Malvery had his shotgun aimed squarely at Trinica and Grist. His eyes flicked from the gunsight to Frey.
'You what?' he asked, his voice flat with disbelief.
'You heard me.'
'You can't let them walk away,' said Crake. 'Not with that sphere. We'll need it if there's any hope of undoing what's been done.'
'Nobody's undoin' a bloody thing,' said Grist. 'We're walkin' out of here, sphere an' all, or your Cap'n's little missy gets a bullet.'
'Cap'n,' said Malvery, his voice tight with suppressed anger. 'She's a lying, backstabbing bitch and she ain't worth it.'
'I know, Doc,' said Frey. 'No one knows it better than me. But if any one of you pulls his trigger, it's the last thing you'll do as a crewman on the Ketty Jay.'
It wasn't often he had to threaten his crew nowadays. But they needed to know that he meant it. This wasn't a moment for dissent.
Malvery glared at him hard, and for a moment Frey thought he might actually do it: just blow them both away, Trinica and Grist alike, and take the consequences after. But then he spat on the ground, swore the foulest oath in his armoury, and stepped aside. Bess and the others followed his lead, clearing the way for Grist, Crattle and Trinica to get to the stairs.
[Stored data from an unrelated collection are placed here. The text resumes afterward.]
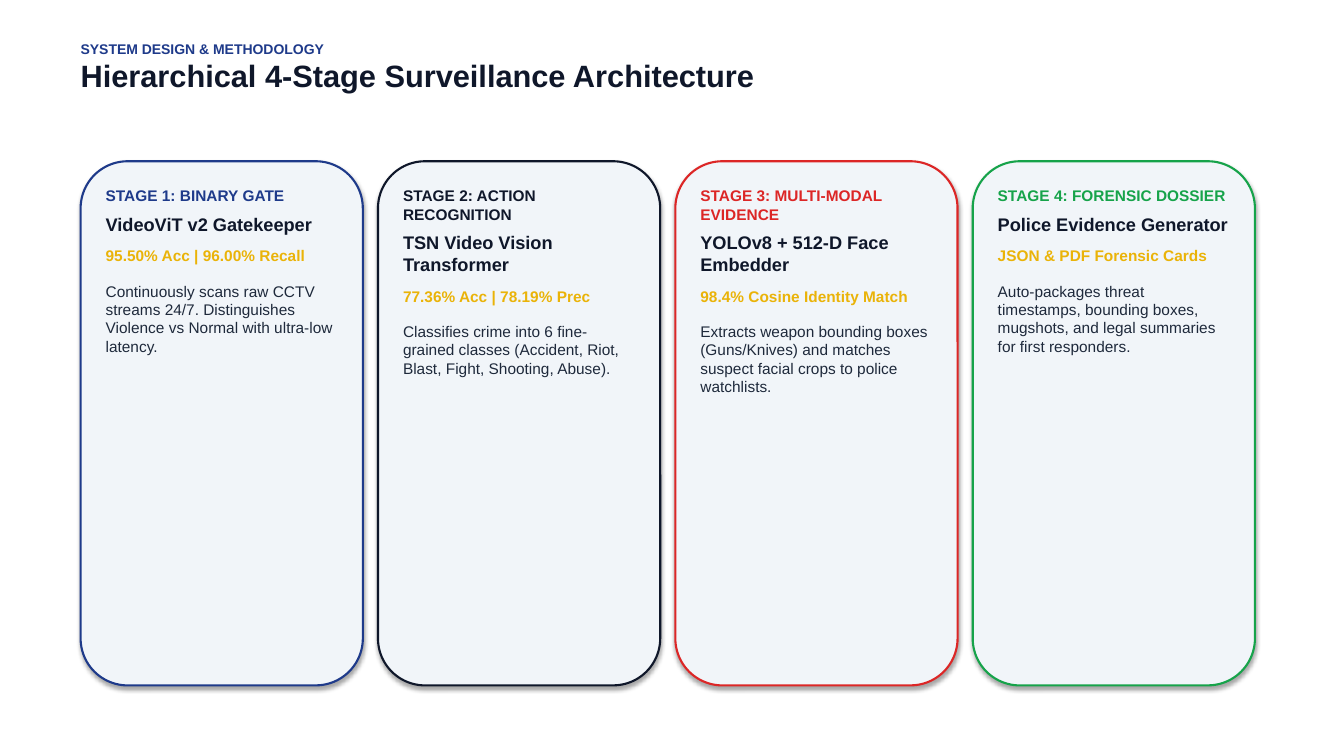
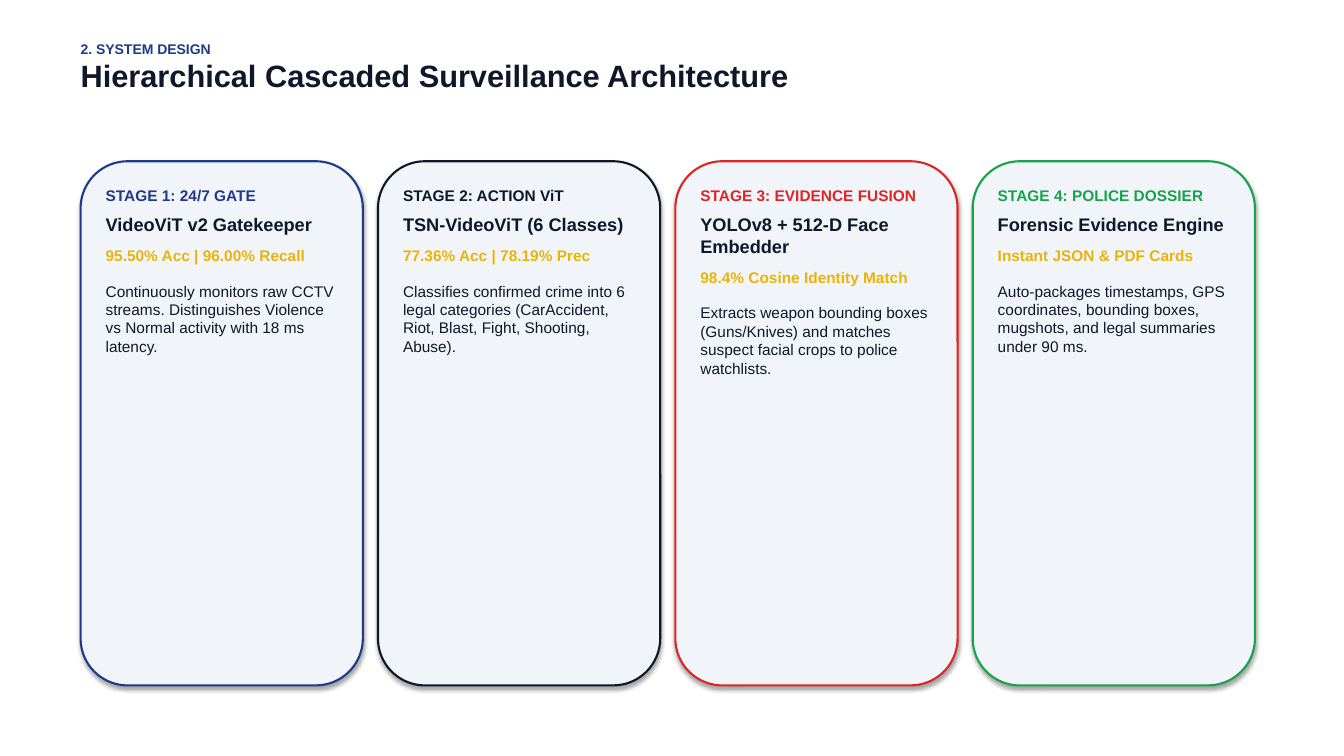
Before and after one commit to Visshu78/Realtime_Crime_detection, a slide deck: slide 3 of Crime_Detection_CCTV_Presentation.pptx. Drawn at 1344x756 pixels with LibreOffice and Linux fonts; fonts in the diff are those of the drawing. Boxes give left, top, right and bottom in pixels: in the first picture for what was removed or moved away, otherwise in the second. Text is boxed around its words. In the diff, an @@ line names an element or a change of style, - is before the commit and + after.

Commit message:
Update research presentation deck to comprehensive 14-slide faculty review format

```diff
--- a/Crime_Detection_CCTV_Presentation.pptx
+++ b/Crime_Detection_CCTV_Presentation.pptx
@@ text at [81, 44, 788, 88]: text changed @@
-SYSTEM DESIGN & METHODOLOGY
-Hierarchical 4-Stage Surveillance Architecture
+2. SYSTEM DESIGN
+Hierarchical Cascaded Surveillance Architecture
@@ text at [106, 190, 256, 202]: text changed @@
-STAGE 1: BINARY GATE
+STAGE 1: 24/7 GATE
@@ text at [403, 190, 624, 235]: text changed @@
-STAGE 2: ACTION RECOGNITION
-TSN Video Vision Transformer
+STAGE 2: ACTION ViT
+TSN-VideoViT (6 Classes)
@@ text at [700, 190, 916, 201]: text changed @@
-STAGE 3: MULTI-MODAL EVIDENCE
+STAGE 3: EVIDENCE FUSION
@@ text at [998, 190, 1225, 352]: text changed; text colour #1E293B to #0F172A @@
-STAGE 4: FORENSIC DOSSIER
-Police Evidence Generator
-JSON & PDF Forensic Cards
-Auto-packages threat timestamps, bounding boxes, mugshots, and legal summaries for first responders.
+STAGE 4: POLICE DOSSIER
+Forensic Evidence Engine
+Instant JSON & PDF Cards
+Auto-packages timestamps, GPS coordinates, bounding boxes, mugshots, and legal summaries under 90 ms.
@@ text at [106, 286, 334, 355]: text changed; text colour #1E293B to #0F172A @@
-Continuously scans raw CCTV streams 24/7. Distinguishes Violence vs Normal with ultra-low latency.
+Continuously monitors raw CCTV streams. Distinguishes Violence vs Normal activity with 18 ms latency.
@@ text at [403, 286, 625, 356]: text changed; text colour #1E293B to #0F172A @@
-Classifies crime into 6 fine-grained classes (Accident, Riot, Blast, Fight, Shooting, Abuse).
+Classifies confirmed crime into 6 legal categories (CarAccident, Riot, Blast, Fight, Shooting, Abuse).
@@ text at [700, 307, 927, 374]: text colour #1E293B to #0F172A in "Extracts weapon bounding boxes (Guns/Knives) and matches ..." @@
```
Also in this commit, not shown: 10 other slides changed, 3 slides added, 1 slide removed, 1 other file.
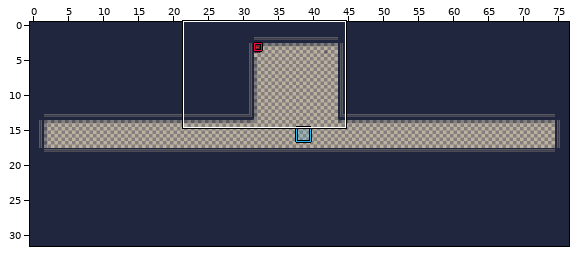
Level history. LDtk project: assets/sample.ldtk. Above, an overview of the earlier version with the close-up marked.
Close-up. As it was:
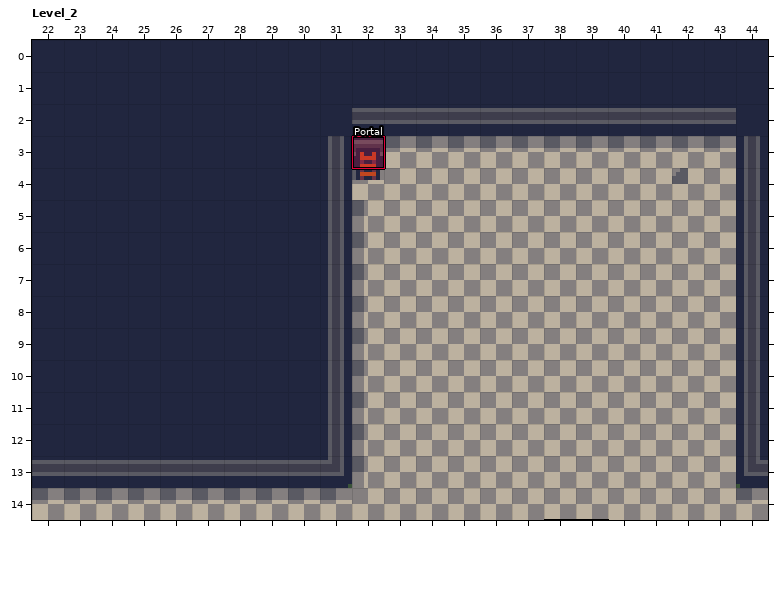
Cells are 8x8 px. Shown: Level_2 x 22..44, y 0..14.
Now the later version:
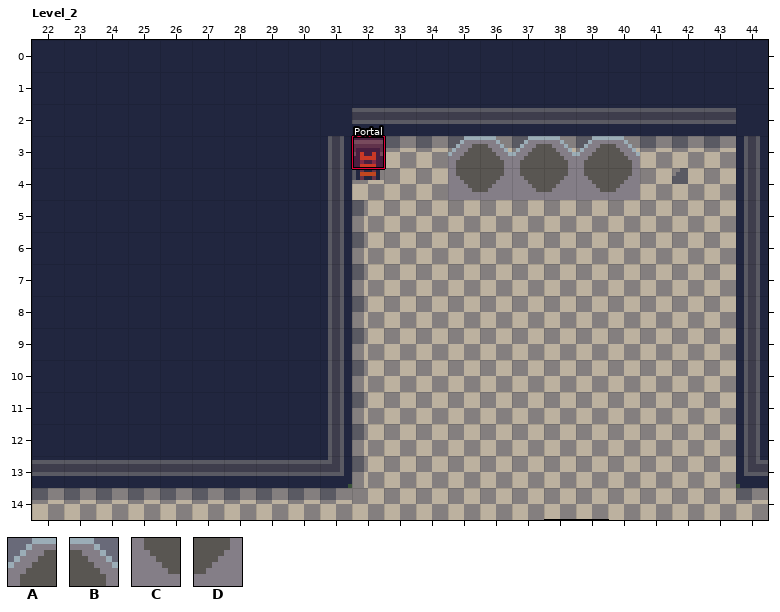
Key: from "Visible2": A 8, B 9, C 28, D 29.
_ is an empty cell, . an unchanged one.
The exact change:
--- layer "Decorations"
@@ x 35..40 @@
- 3 ______
- 4 ______
+ 3 ABABAB
+ 4 CDCDCD

'Get out of my damn sight,' Frey told Grist and his prisoner alike.
They left without another word. Grist circled close to the sanctum wall, keeping Trinica between himself and the guns trained on him. Crattle stayed close, looking grey, shaken by his close shave. Trinica didn't take her eyes from Frey's the whole time. He didn't flinch from her gaze. Damn her. Let her know that he was unbowed, even after this. It was through his mercy that she lived. She'd better know that.
Then they were gone, up the stairs and away. Weapons were lowered. Malvery kicked a chair to pieces in frustration. Frey closed his eyes and took a breath. Trinica was gone. He felt lighter already.
Crake went to Jez, who was stirring again. She seemed to have been hit harder than the rest of them by the effect of the sphere. Even now, she was dazed and distant. Frey joined them and hunkered down alongside.
'You alright, Jez?'
'I'm okay, Cap'n, I'm . . .' she trailed off, then looked around in alarm. 'They're here,' she said. 'The Manes. They're here.'
'Then we shouldn't be,' said Frey. He got to his feet. After all that had passed between him and Trinica, it felt good to deal with something he could understand. A crew. Orders. Action. 'I've had just about enough of this whole bloody mess. Grist, Trinica, the sphere . . . damn 'em all to a cold grave. What's done is done. We tried to stop it and failed. The people of this city can take care of themselves. We're not paid to be anyone's guardians.' He surveyed his crew. 'Back to the Ketty Jay. We're gone.'
'First sensible thing I've heard out of your mouth for a month,' Malvery grumbled.
Crake drew Frey's cutlass from his belt and tossed it to him. 'Here you go, Captain. We stopped off in the hangar to pick up our things after Bess broke us out.'
Frey caught it. His face was reflected in the blade. Grim and stony. That was the Frey he wanted to be now. Frey the Heartless. Frey the Invincible. Frey the Untouchable.
That's right, he thought. Captain Frey. You've got your craft and you've got your crew. Anyone else can go hang.
He thrust his cutlass into his belt and stalked out of the sanctum.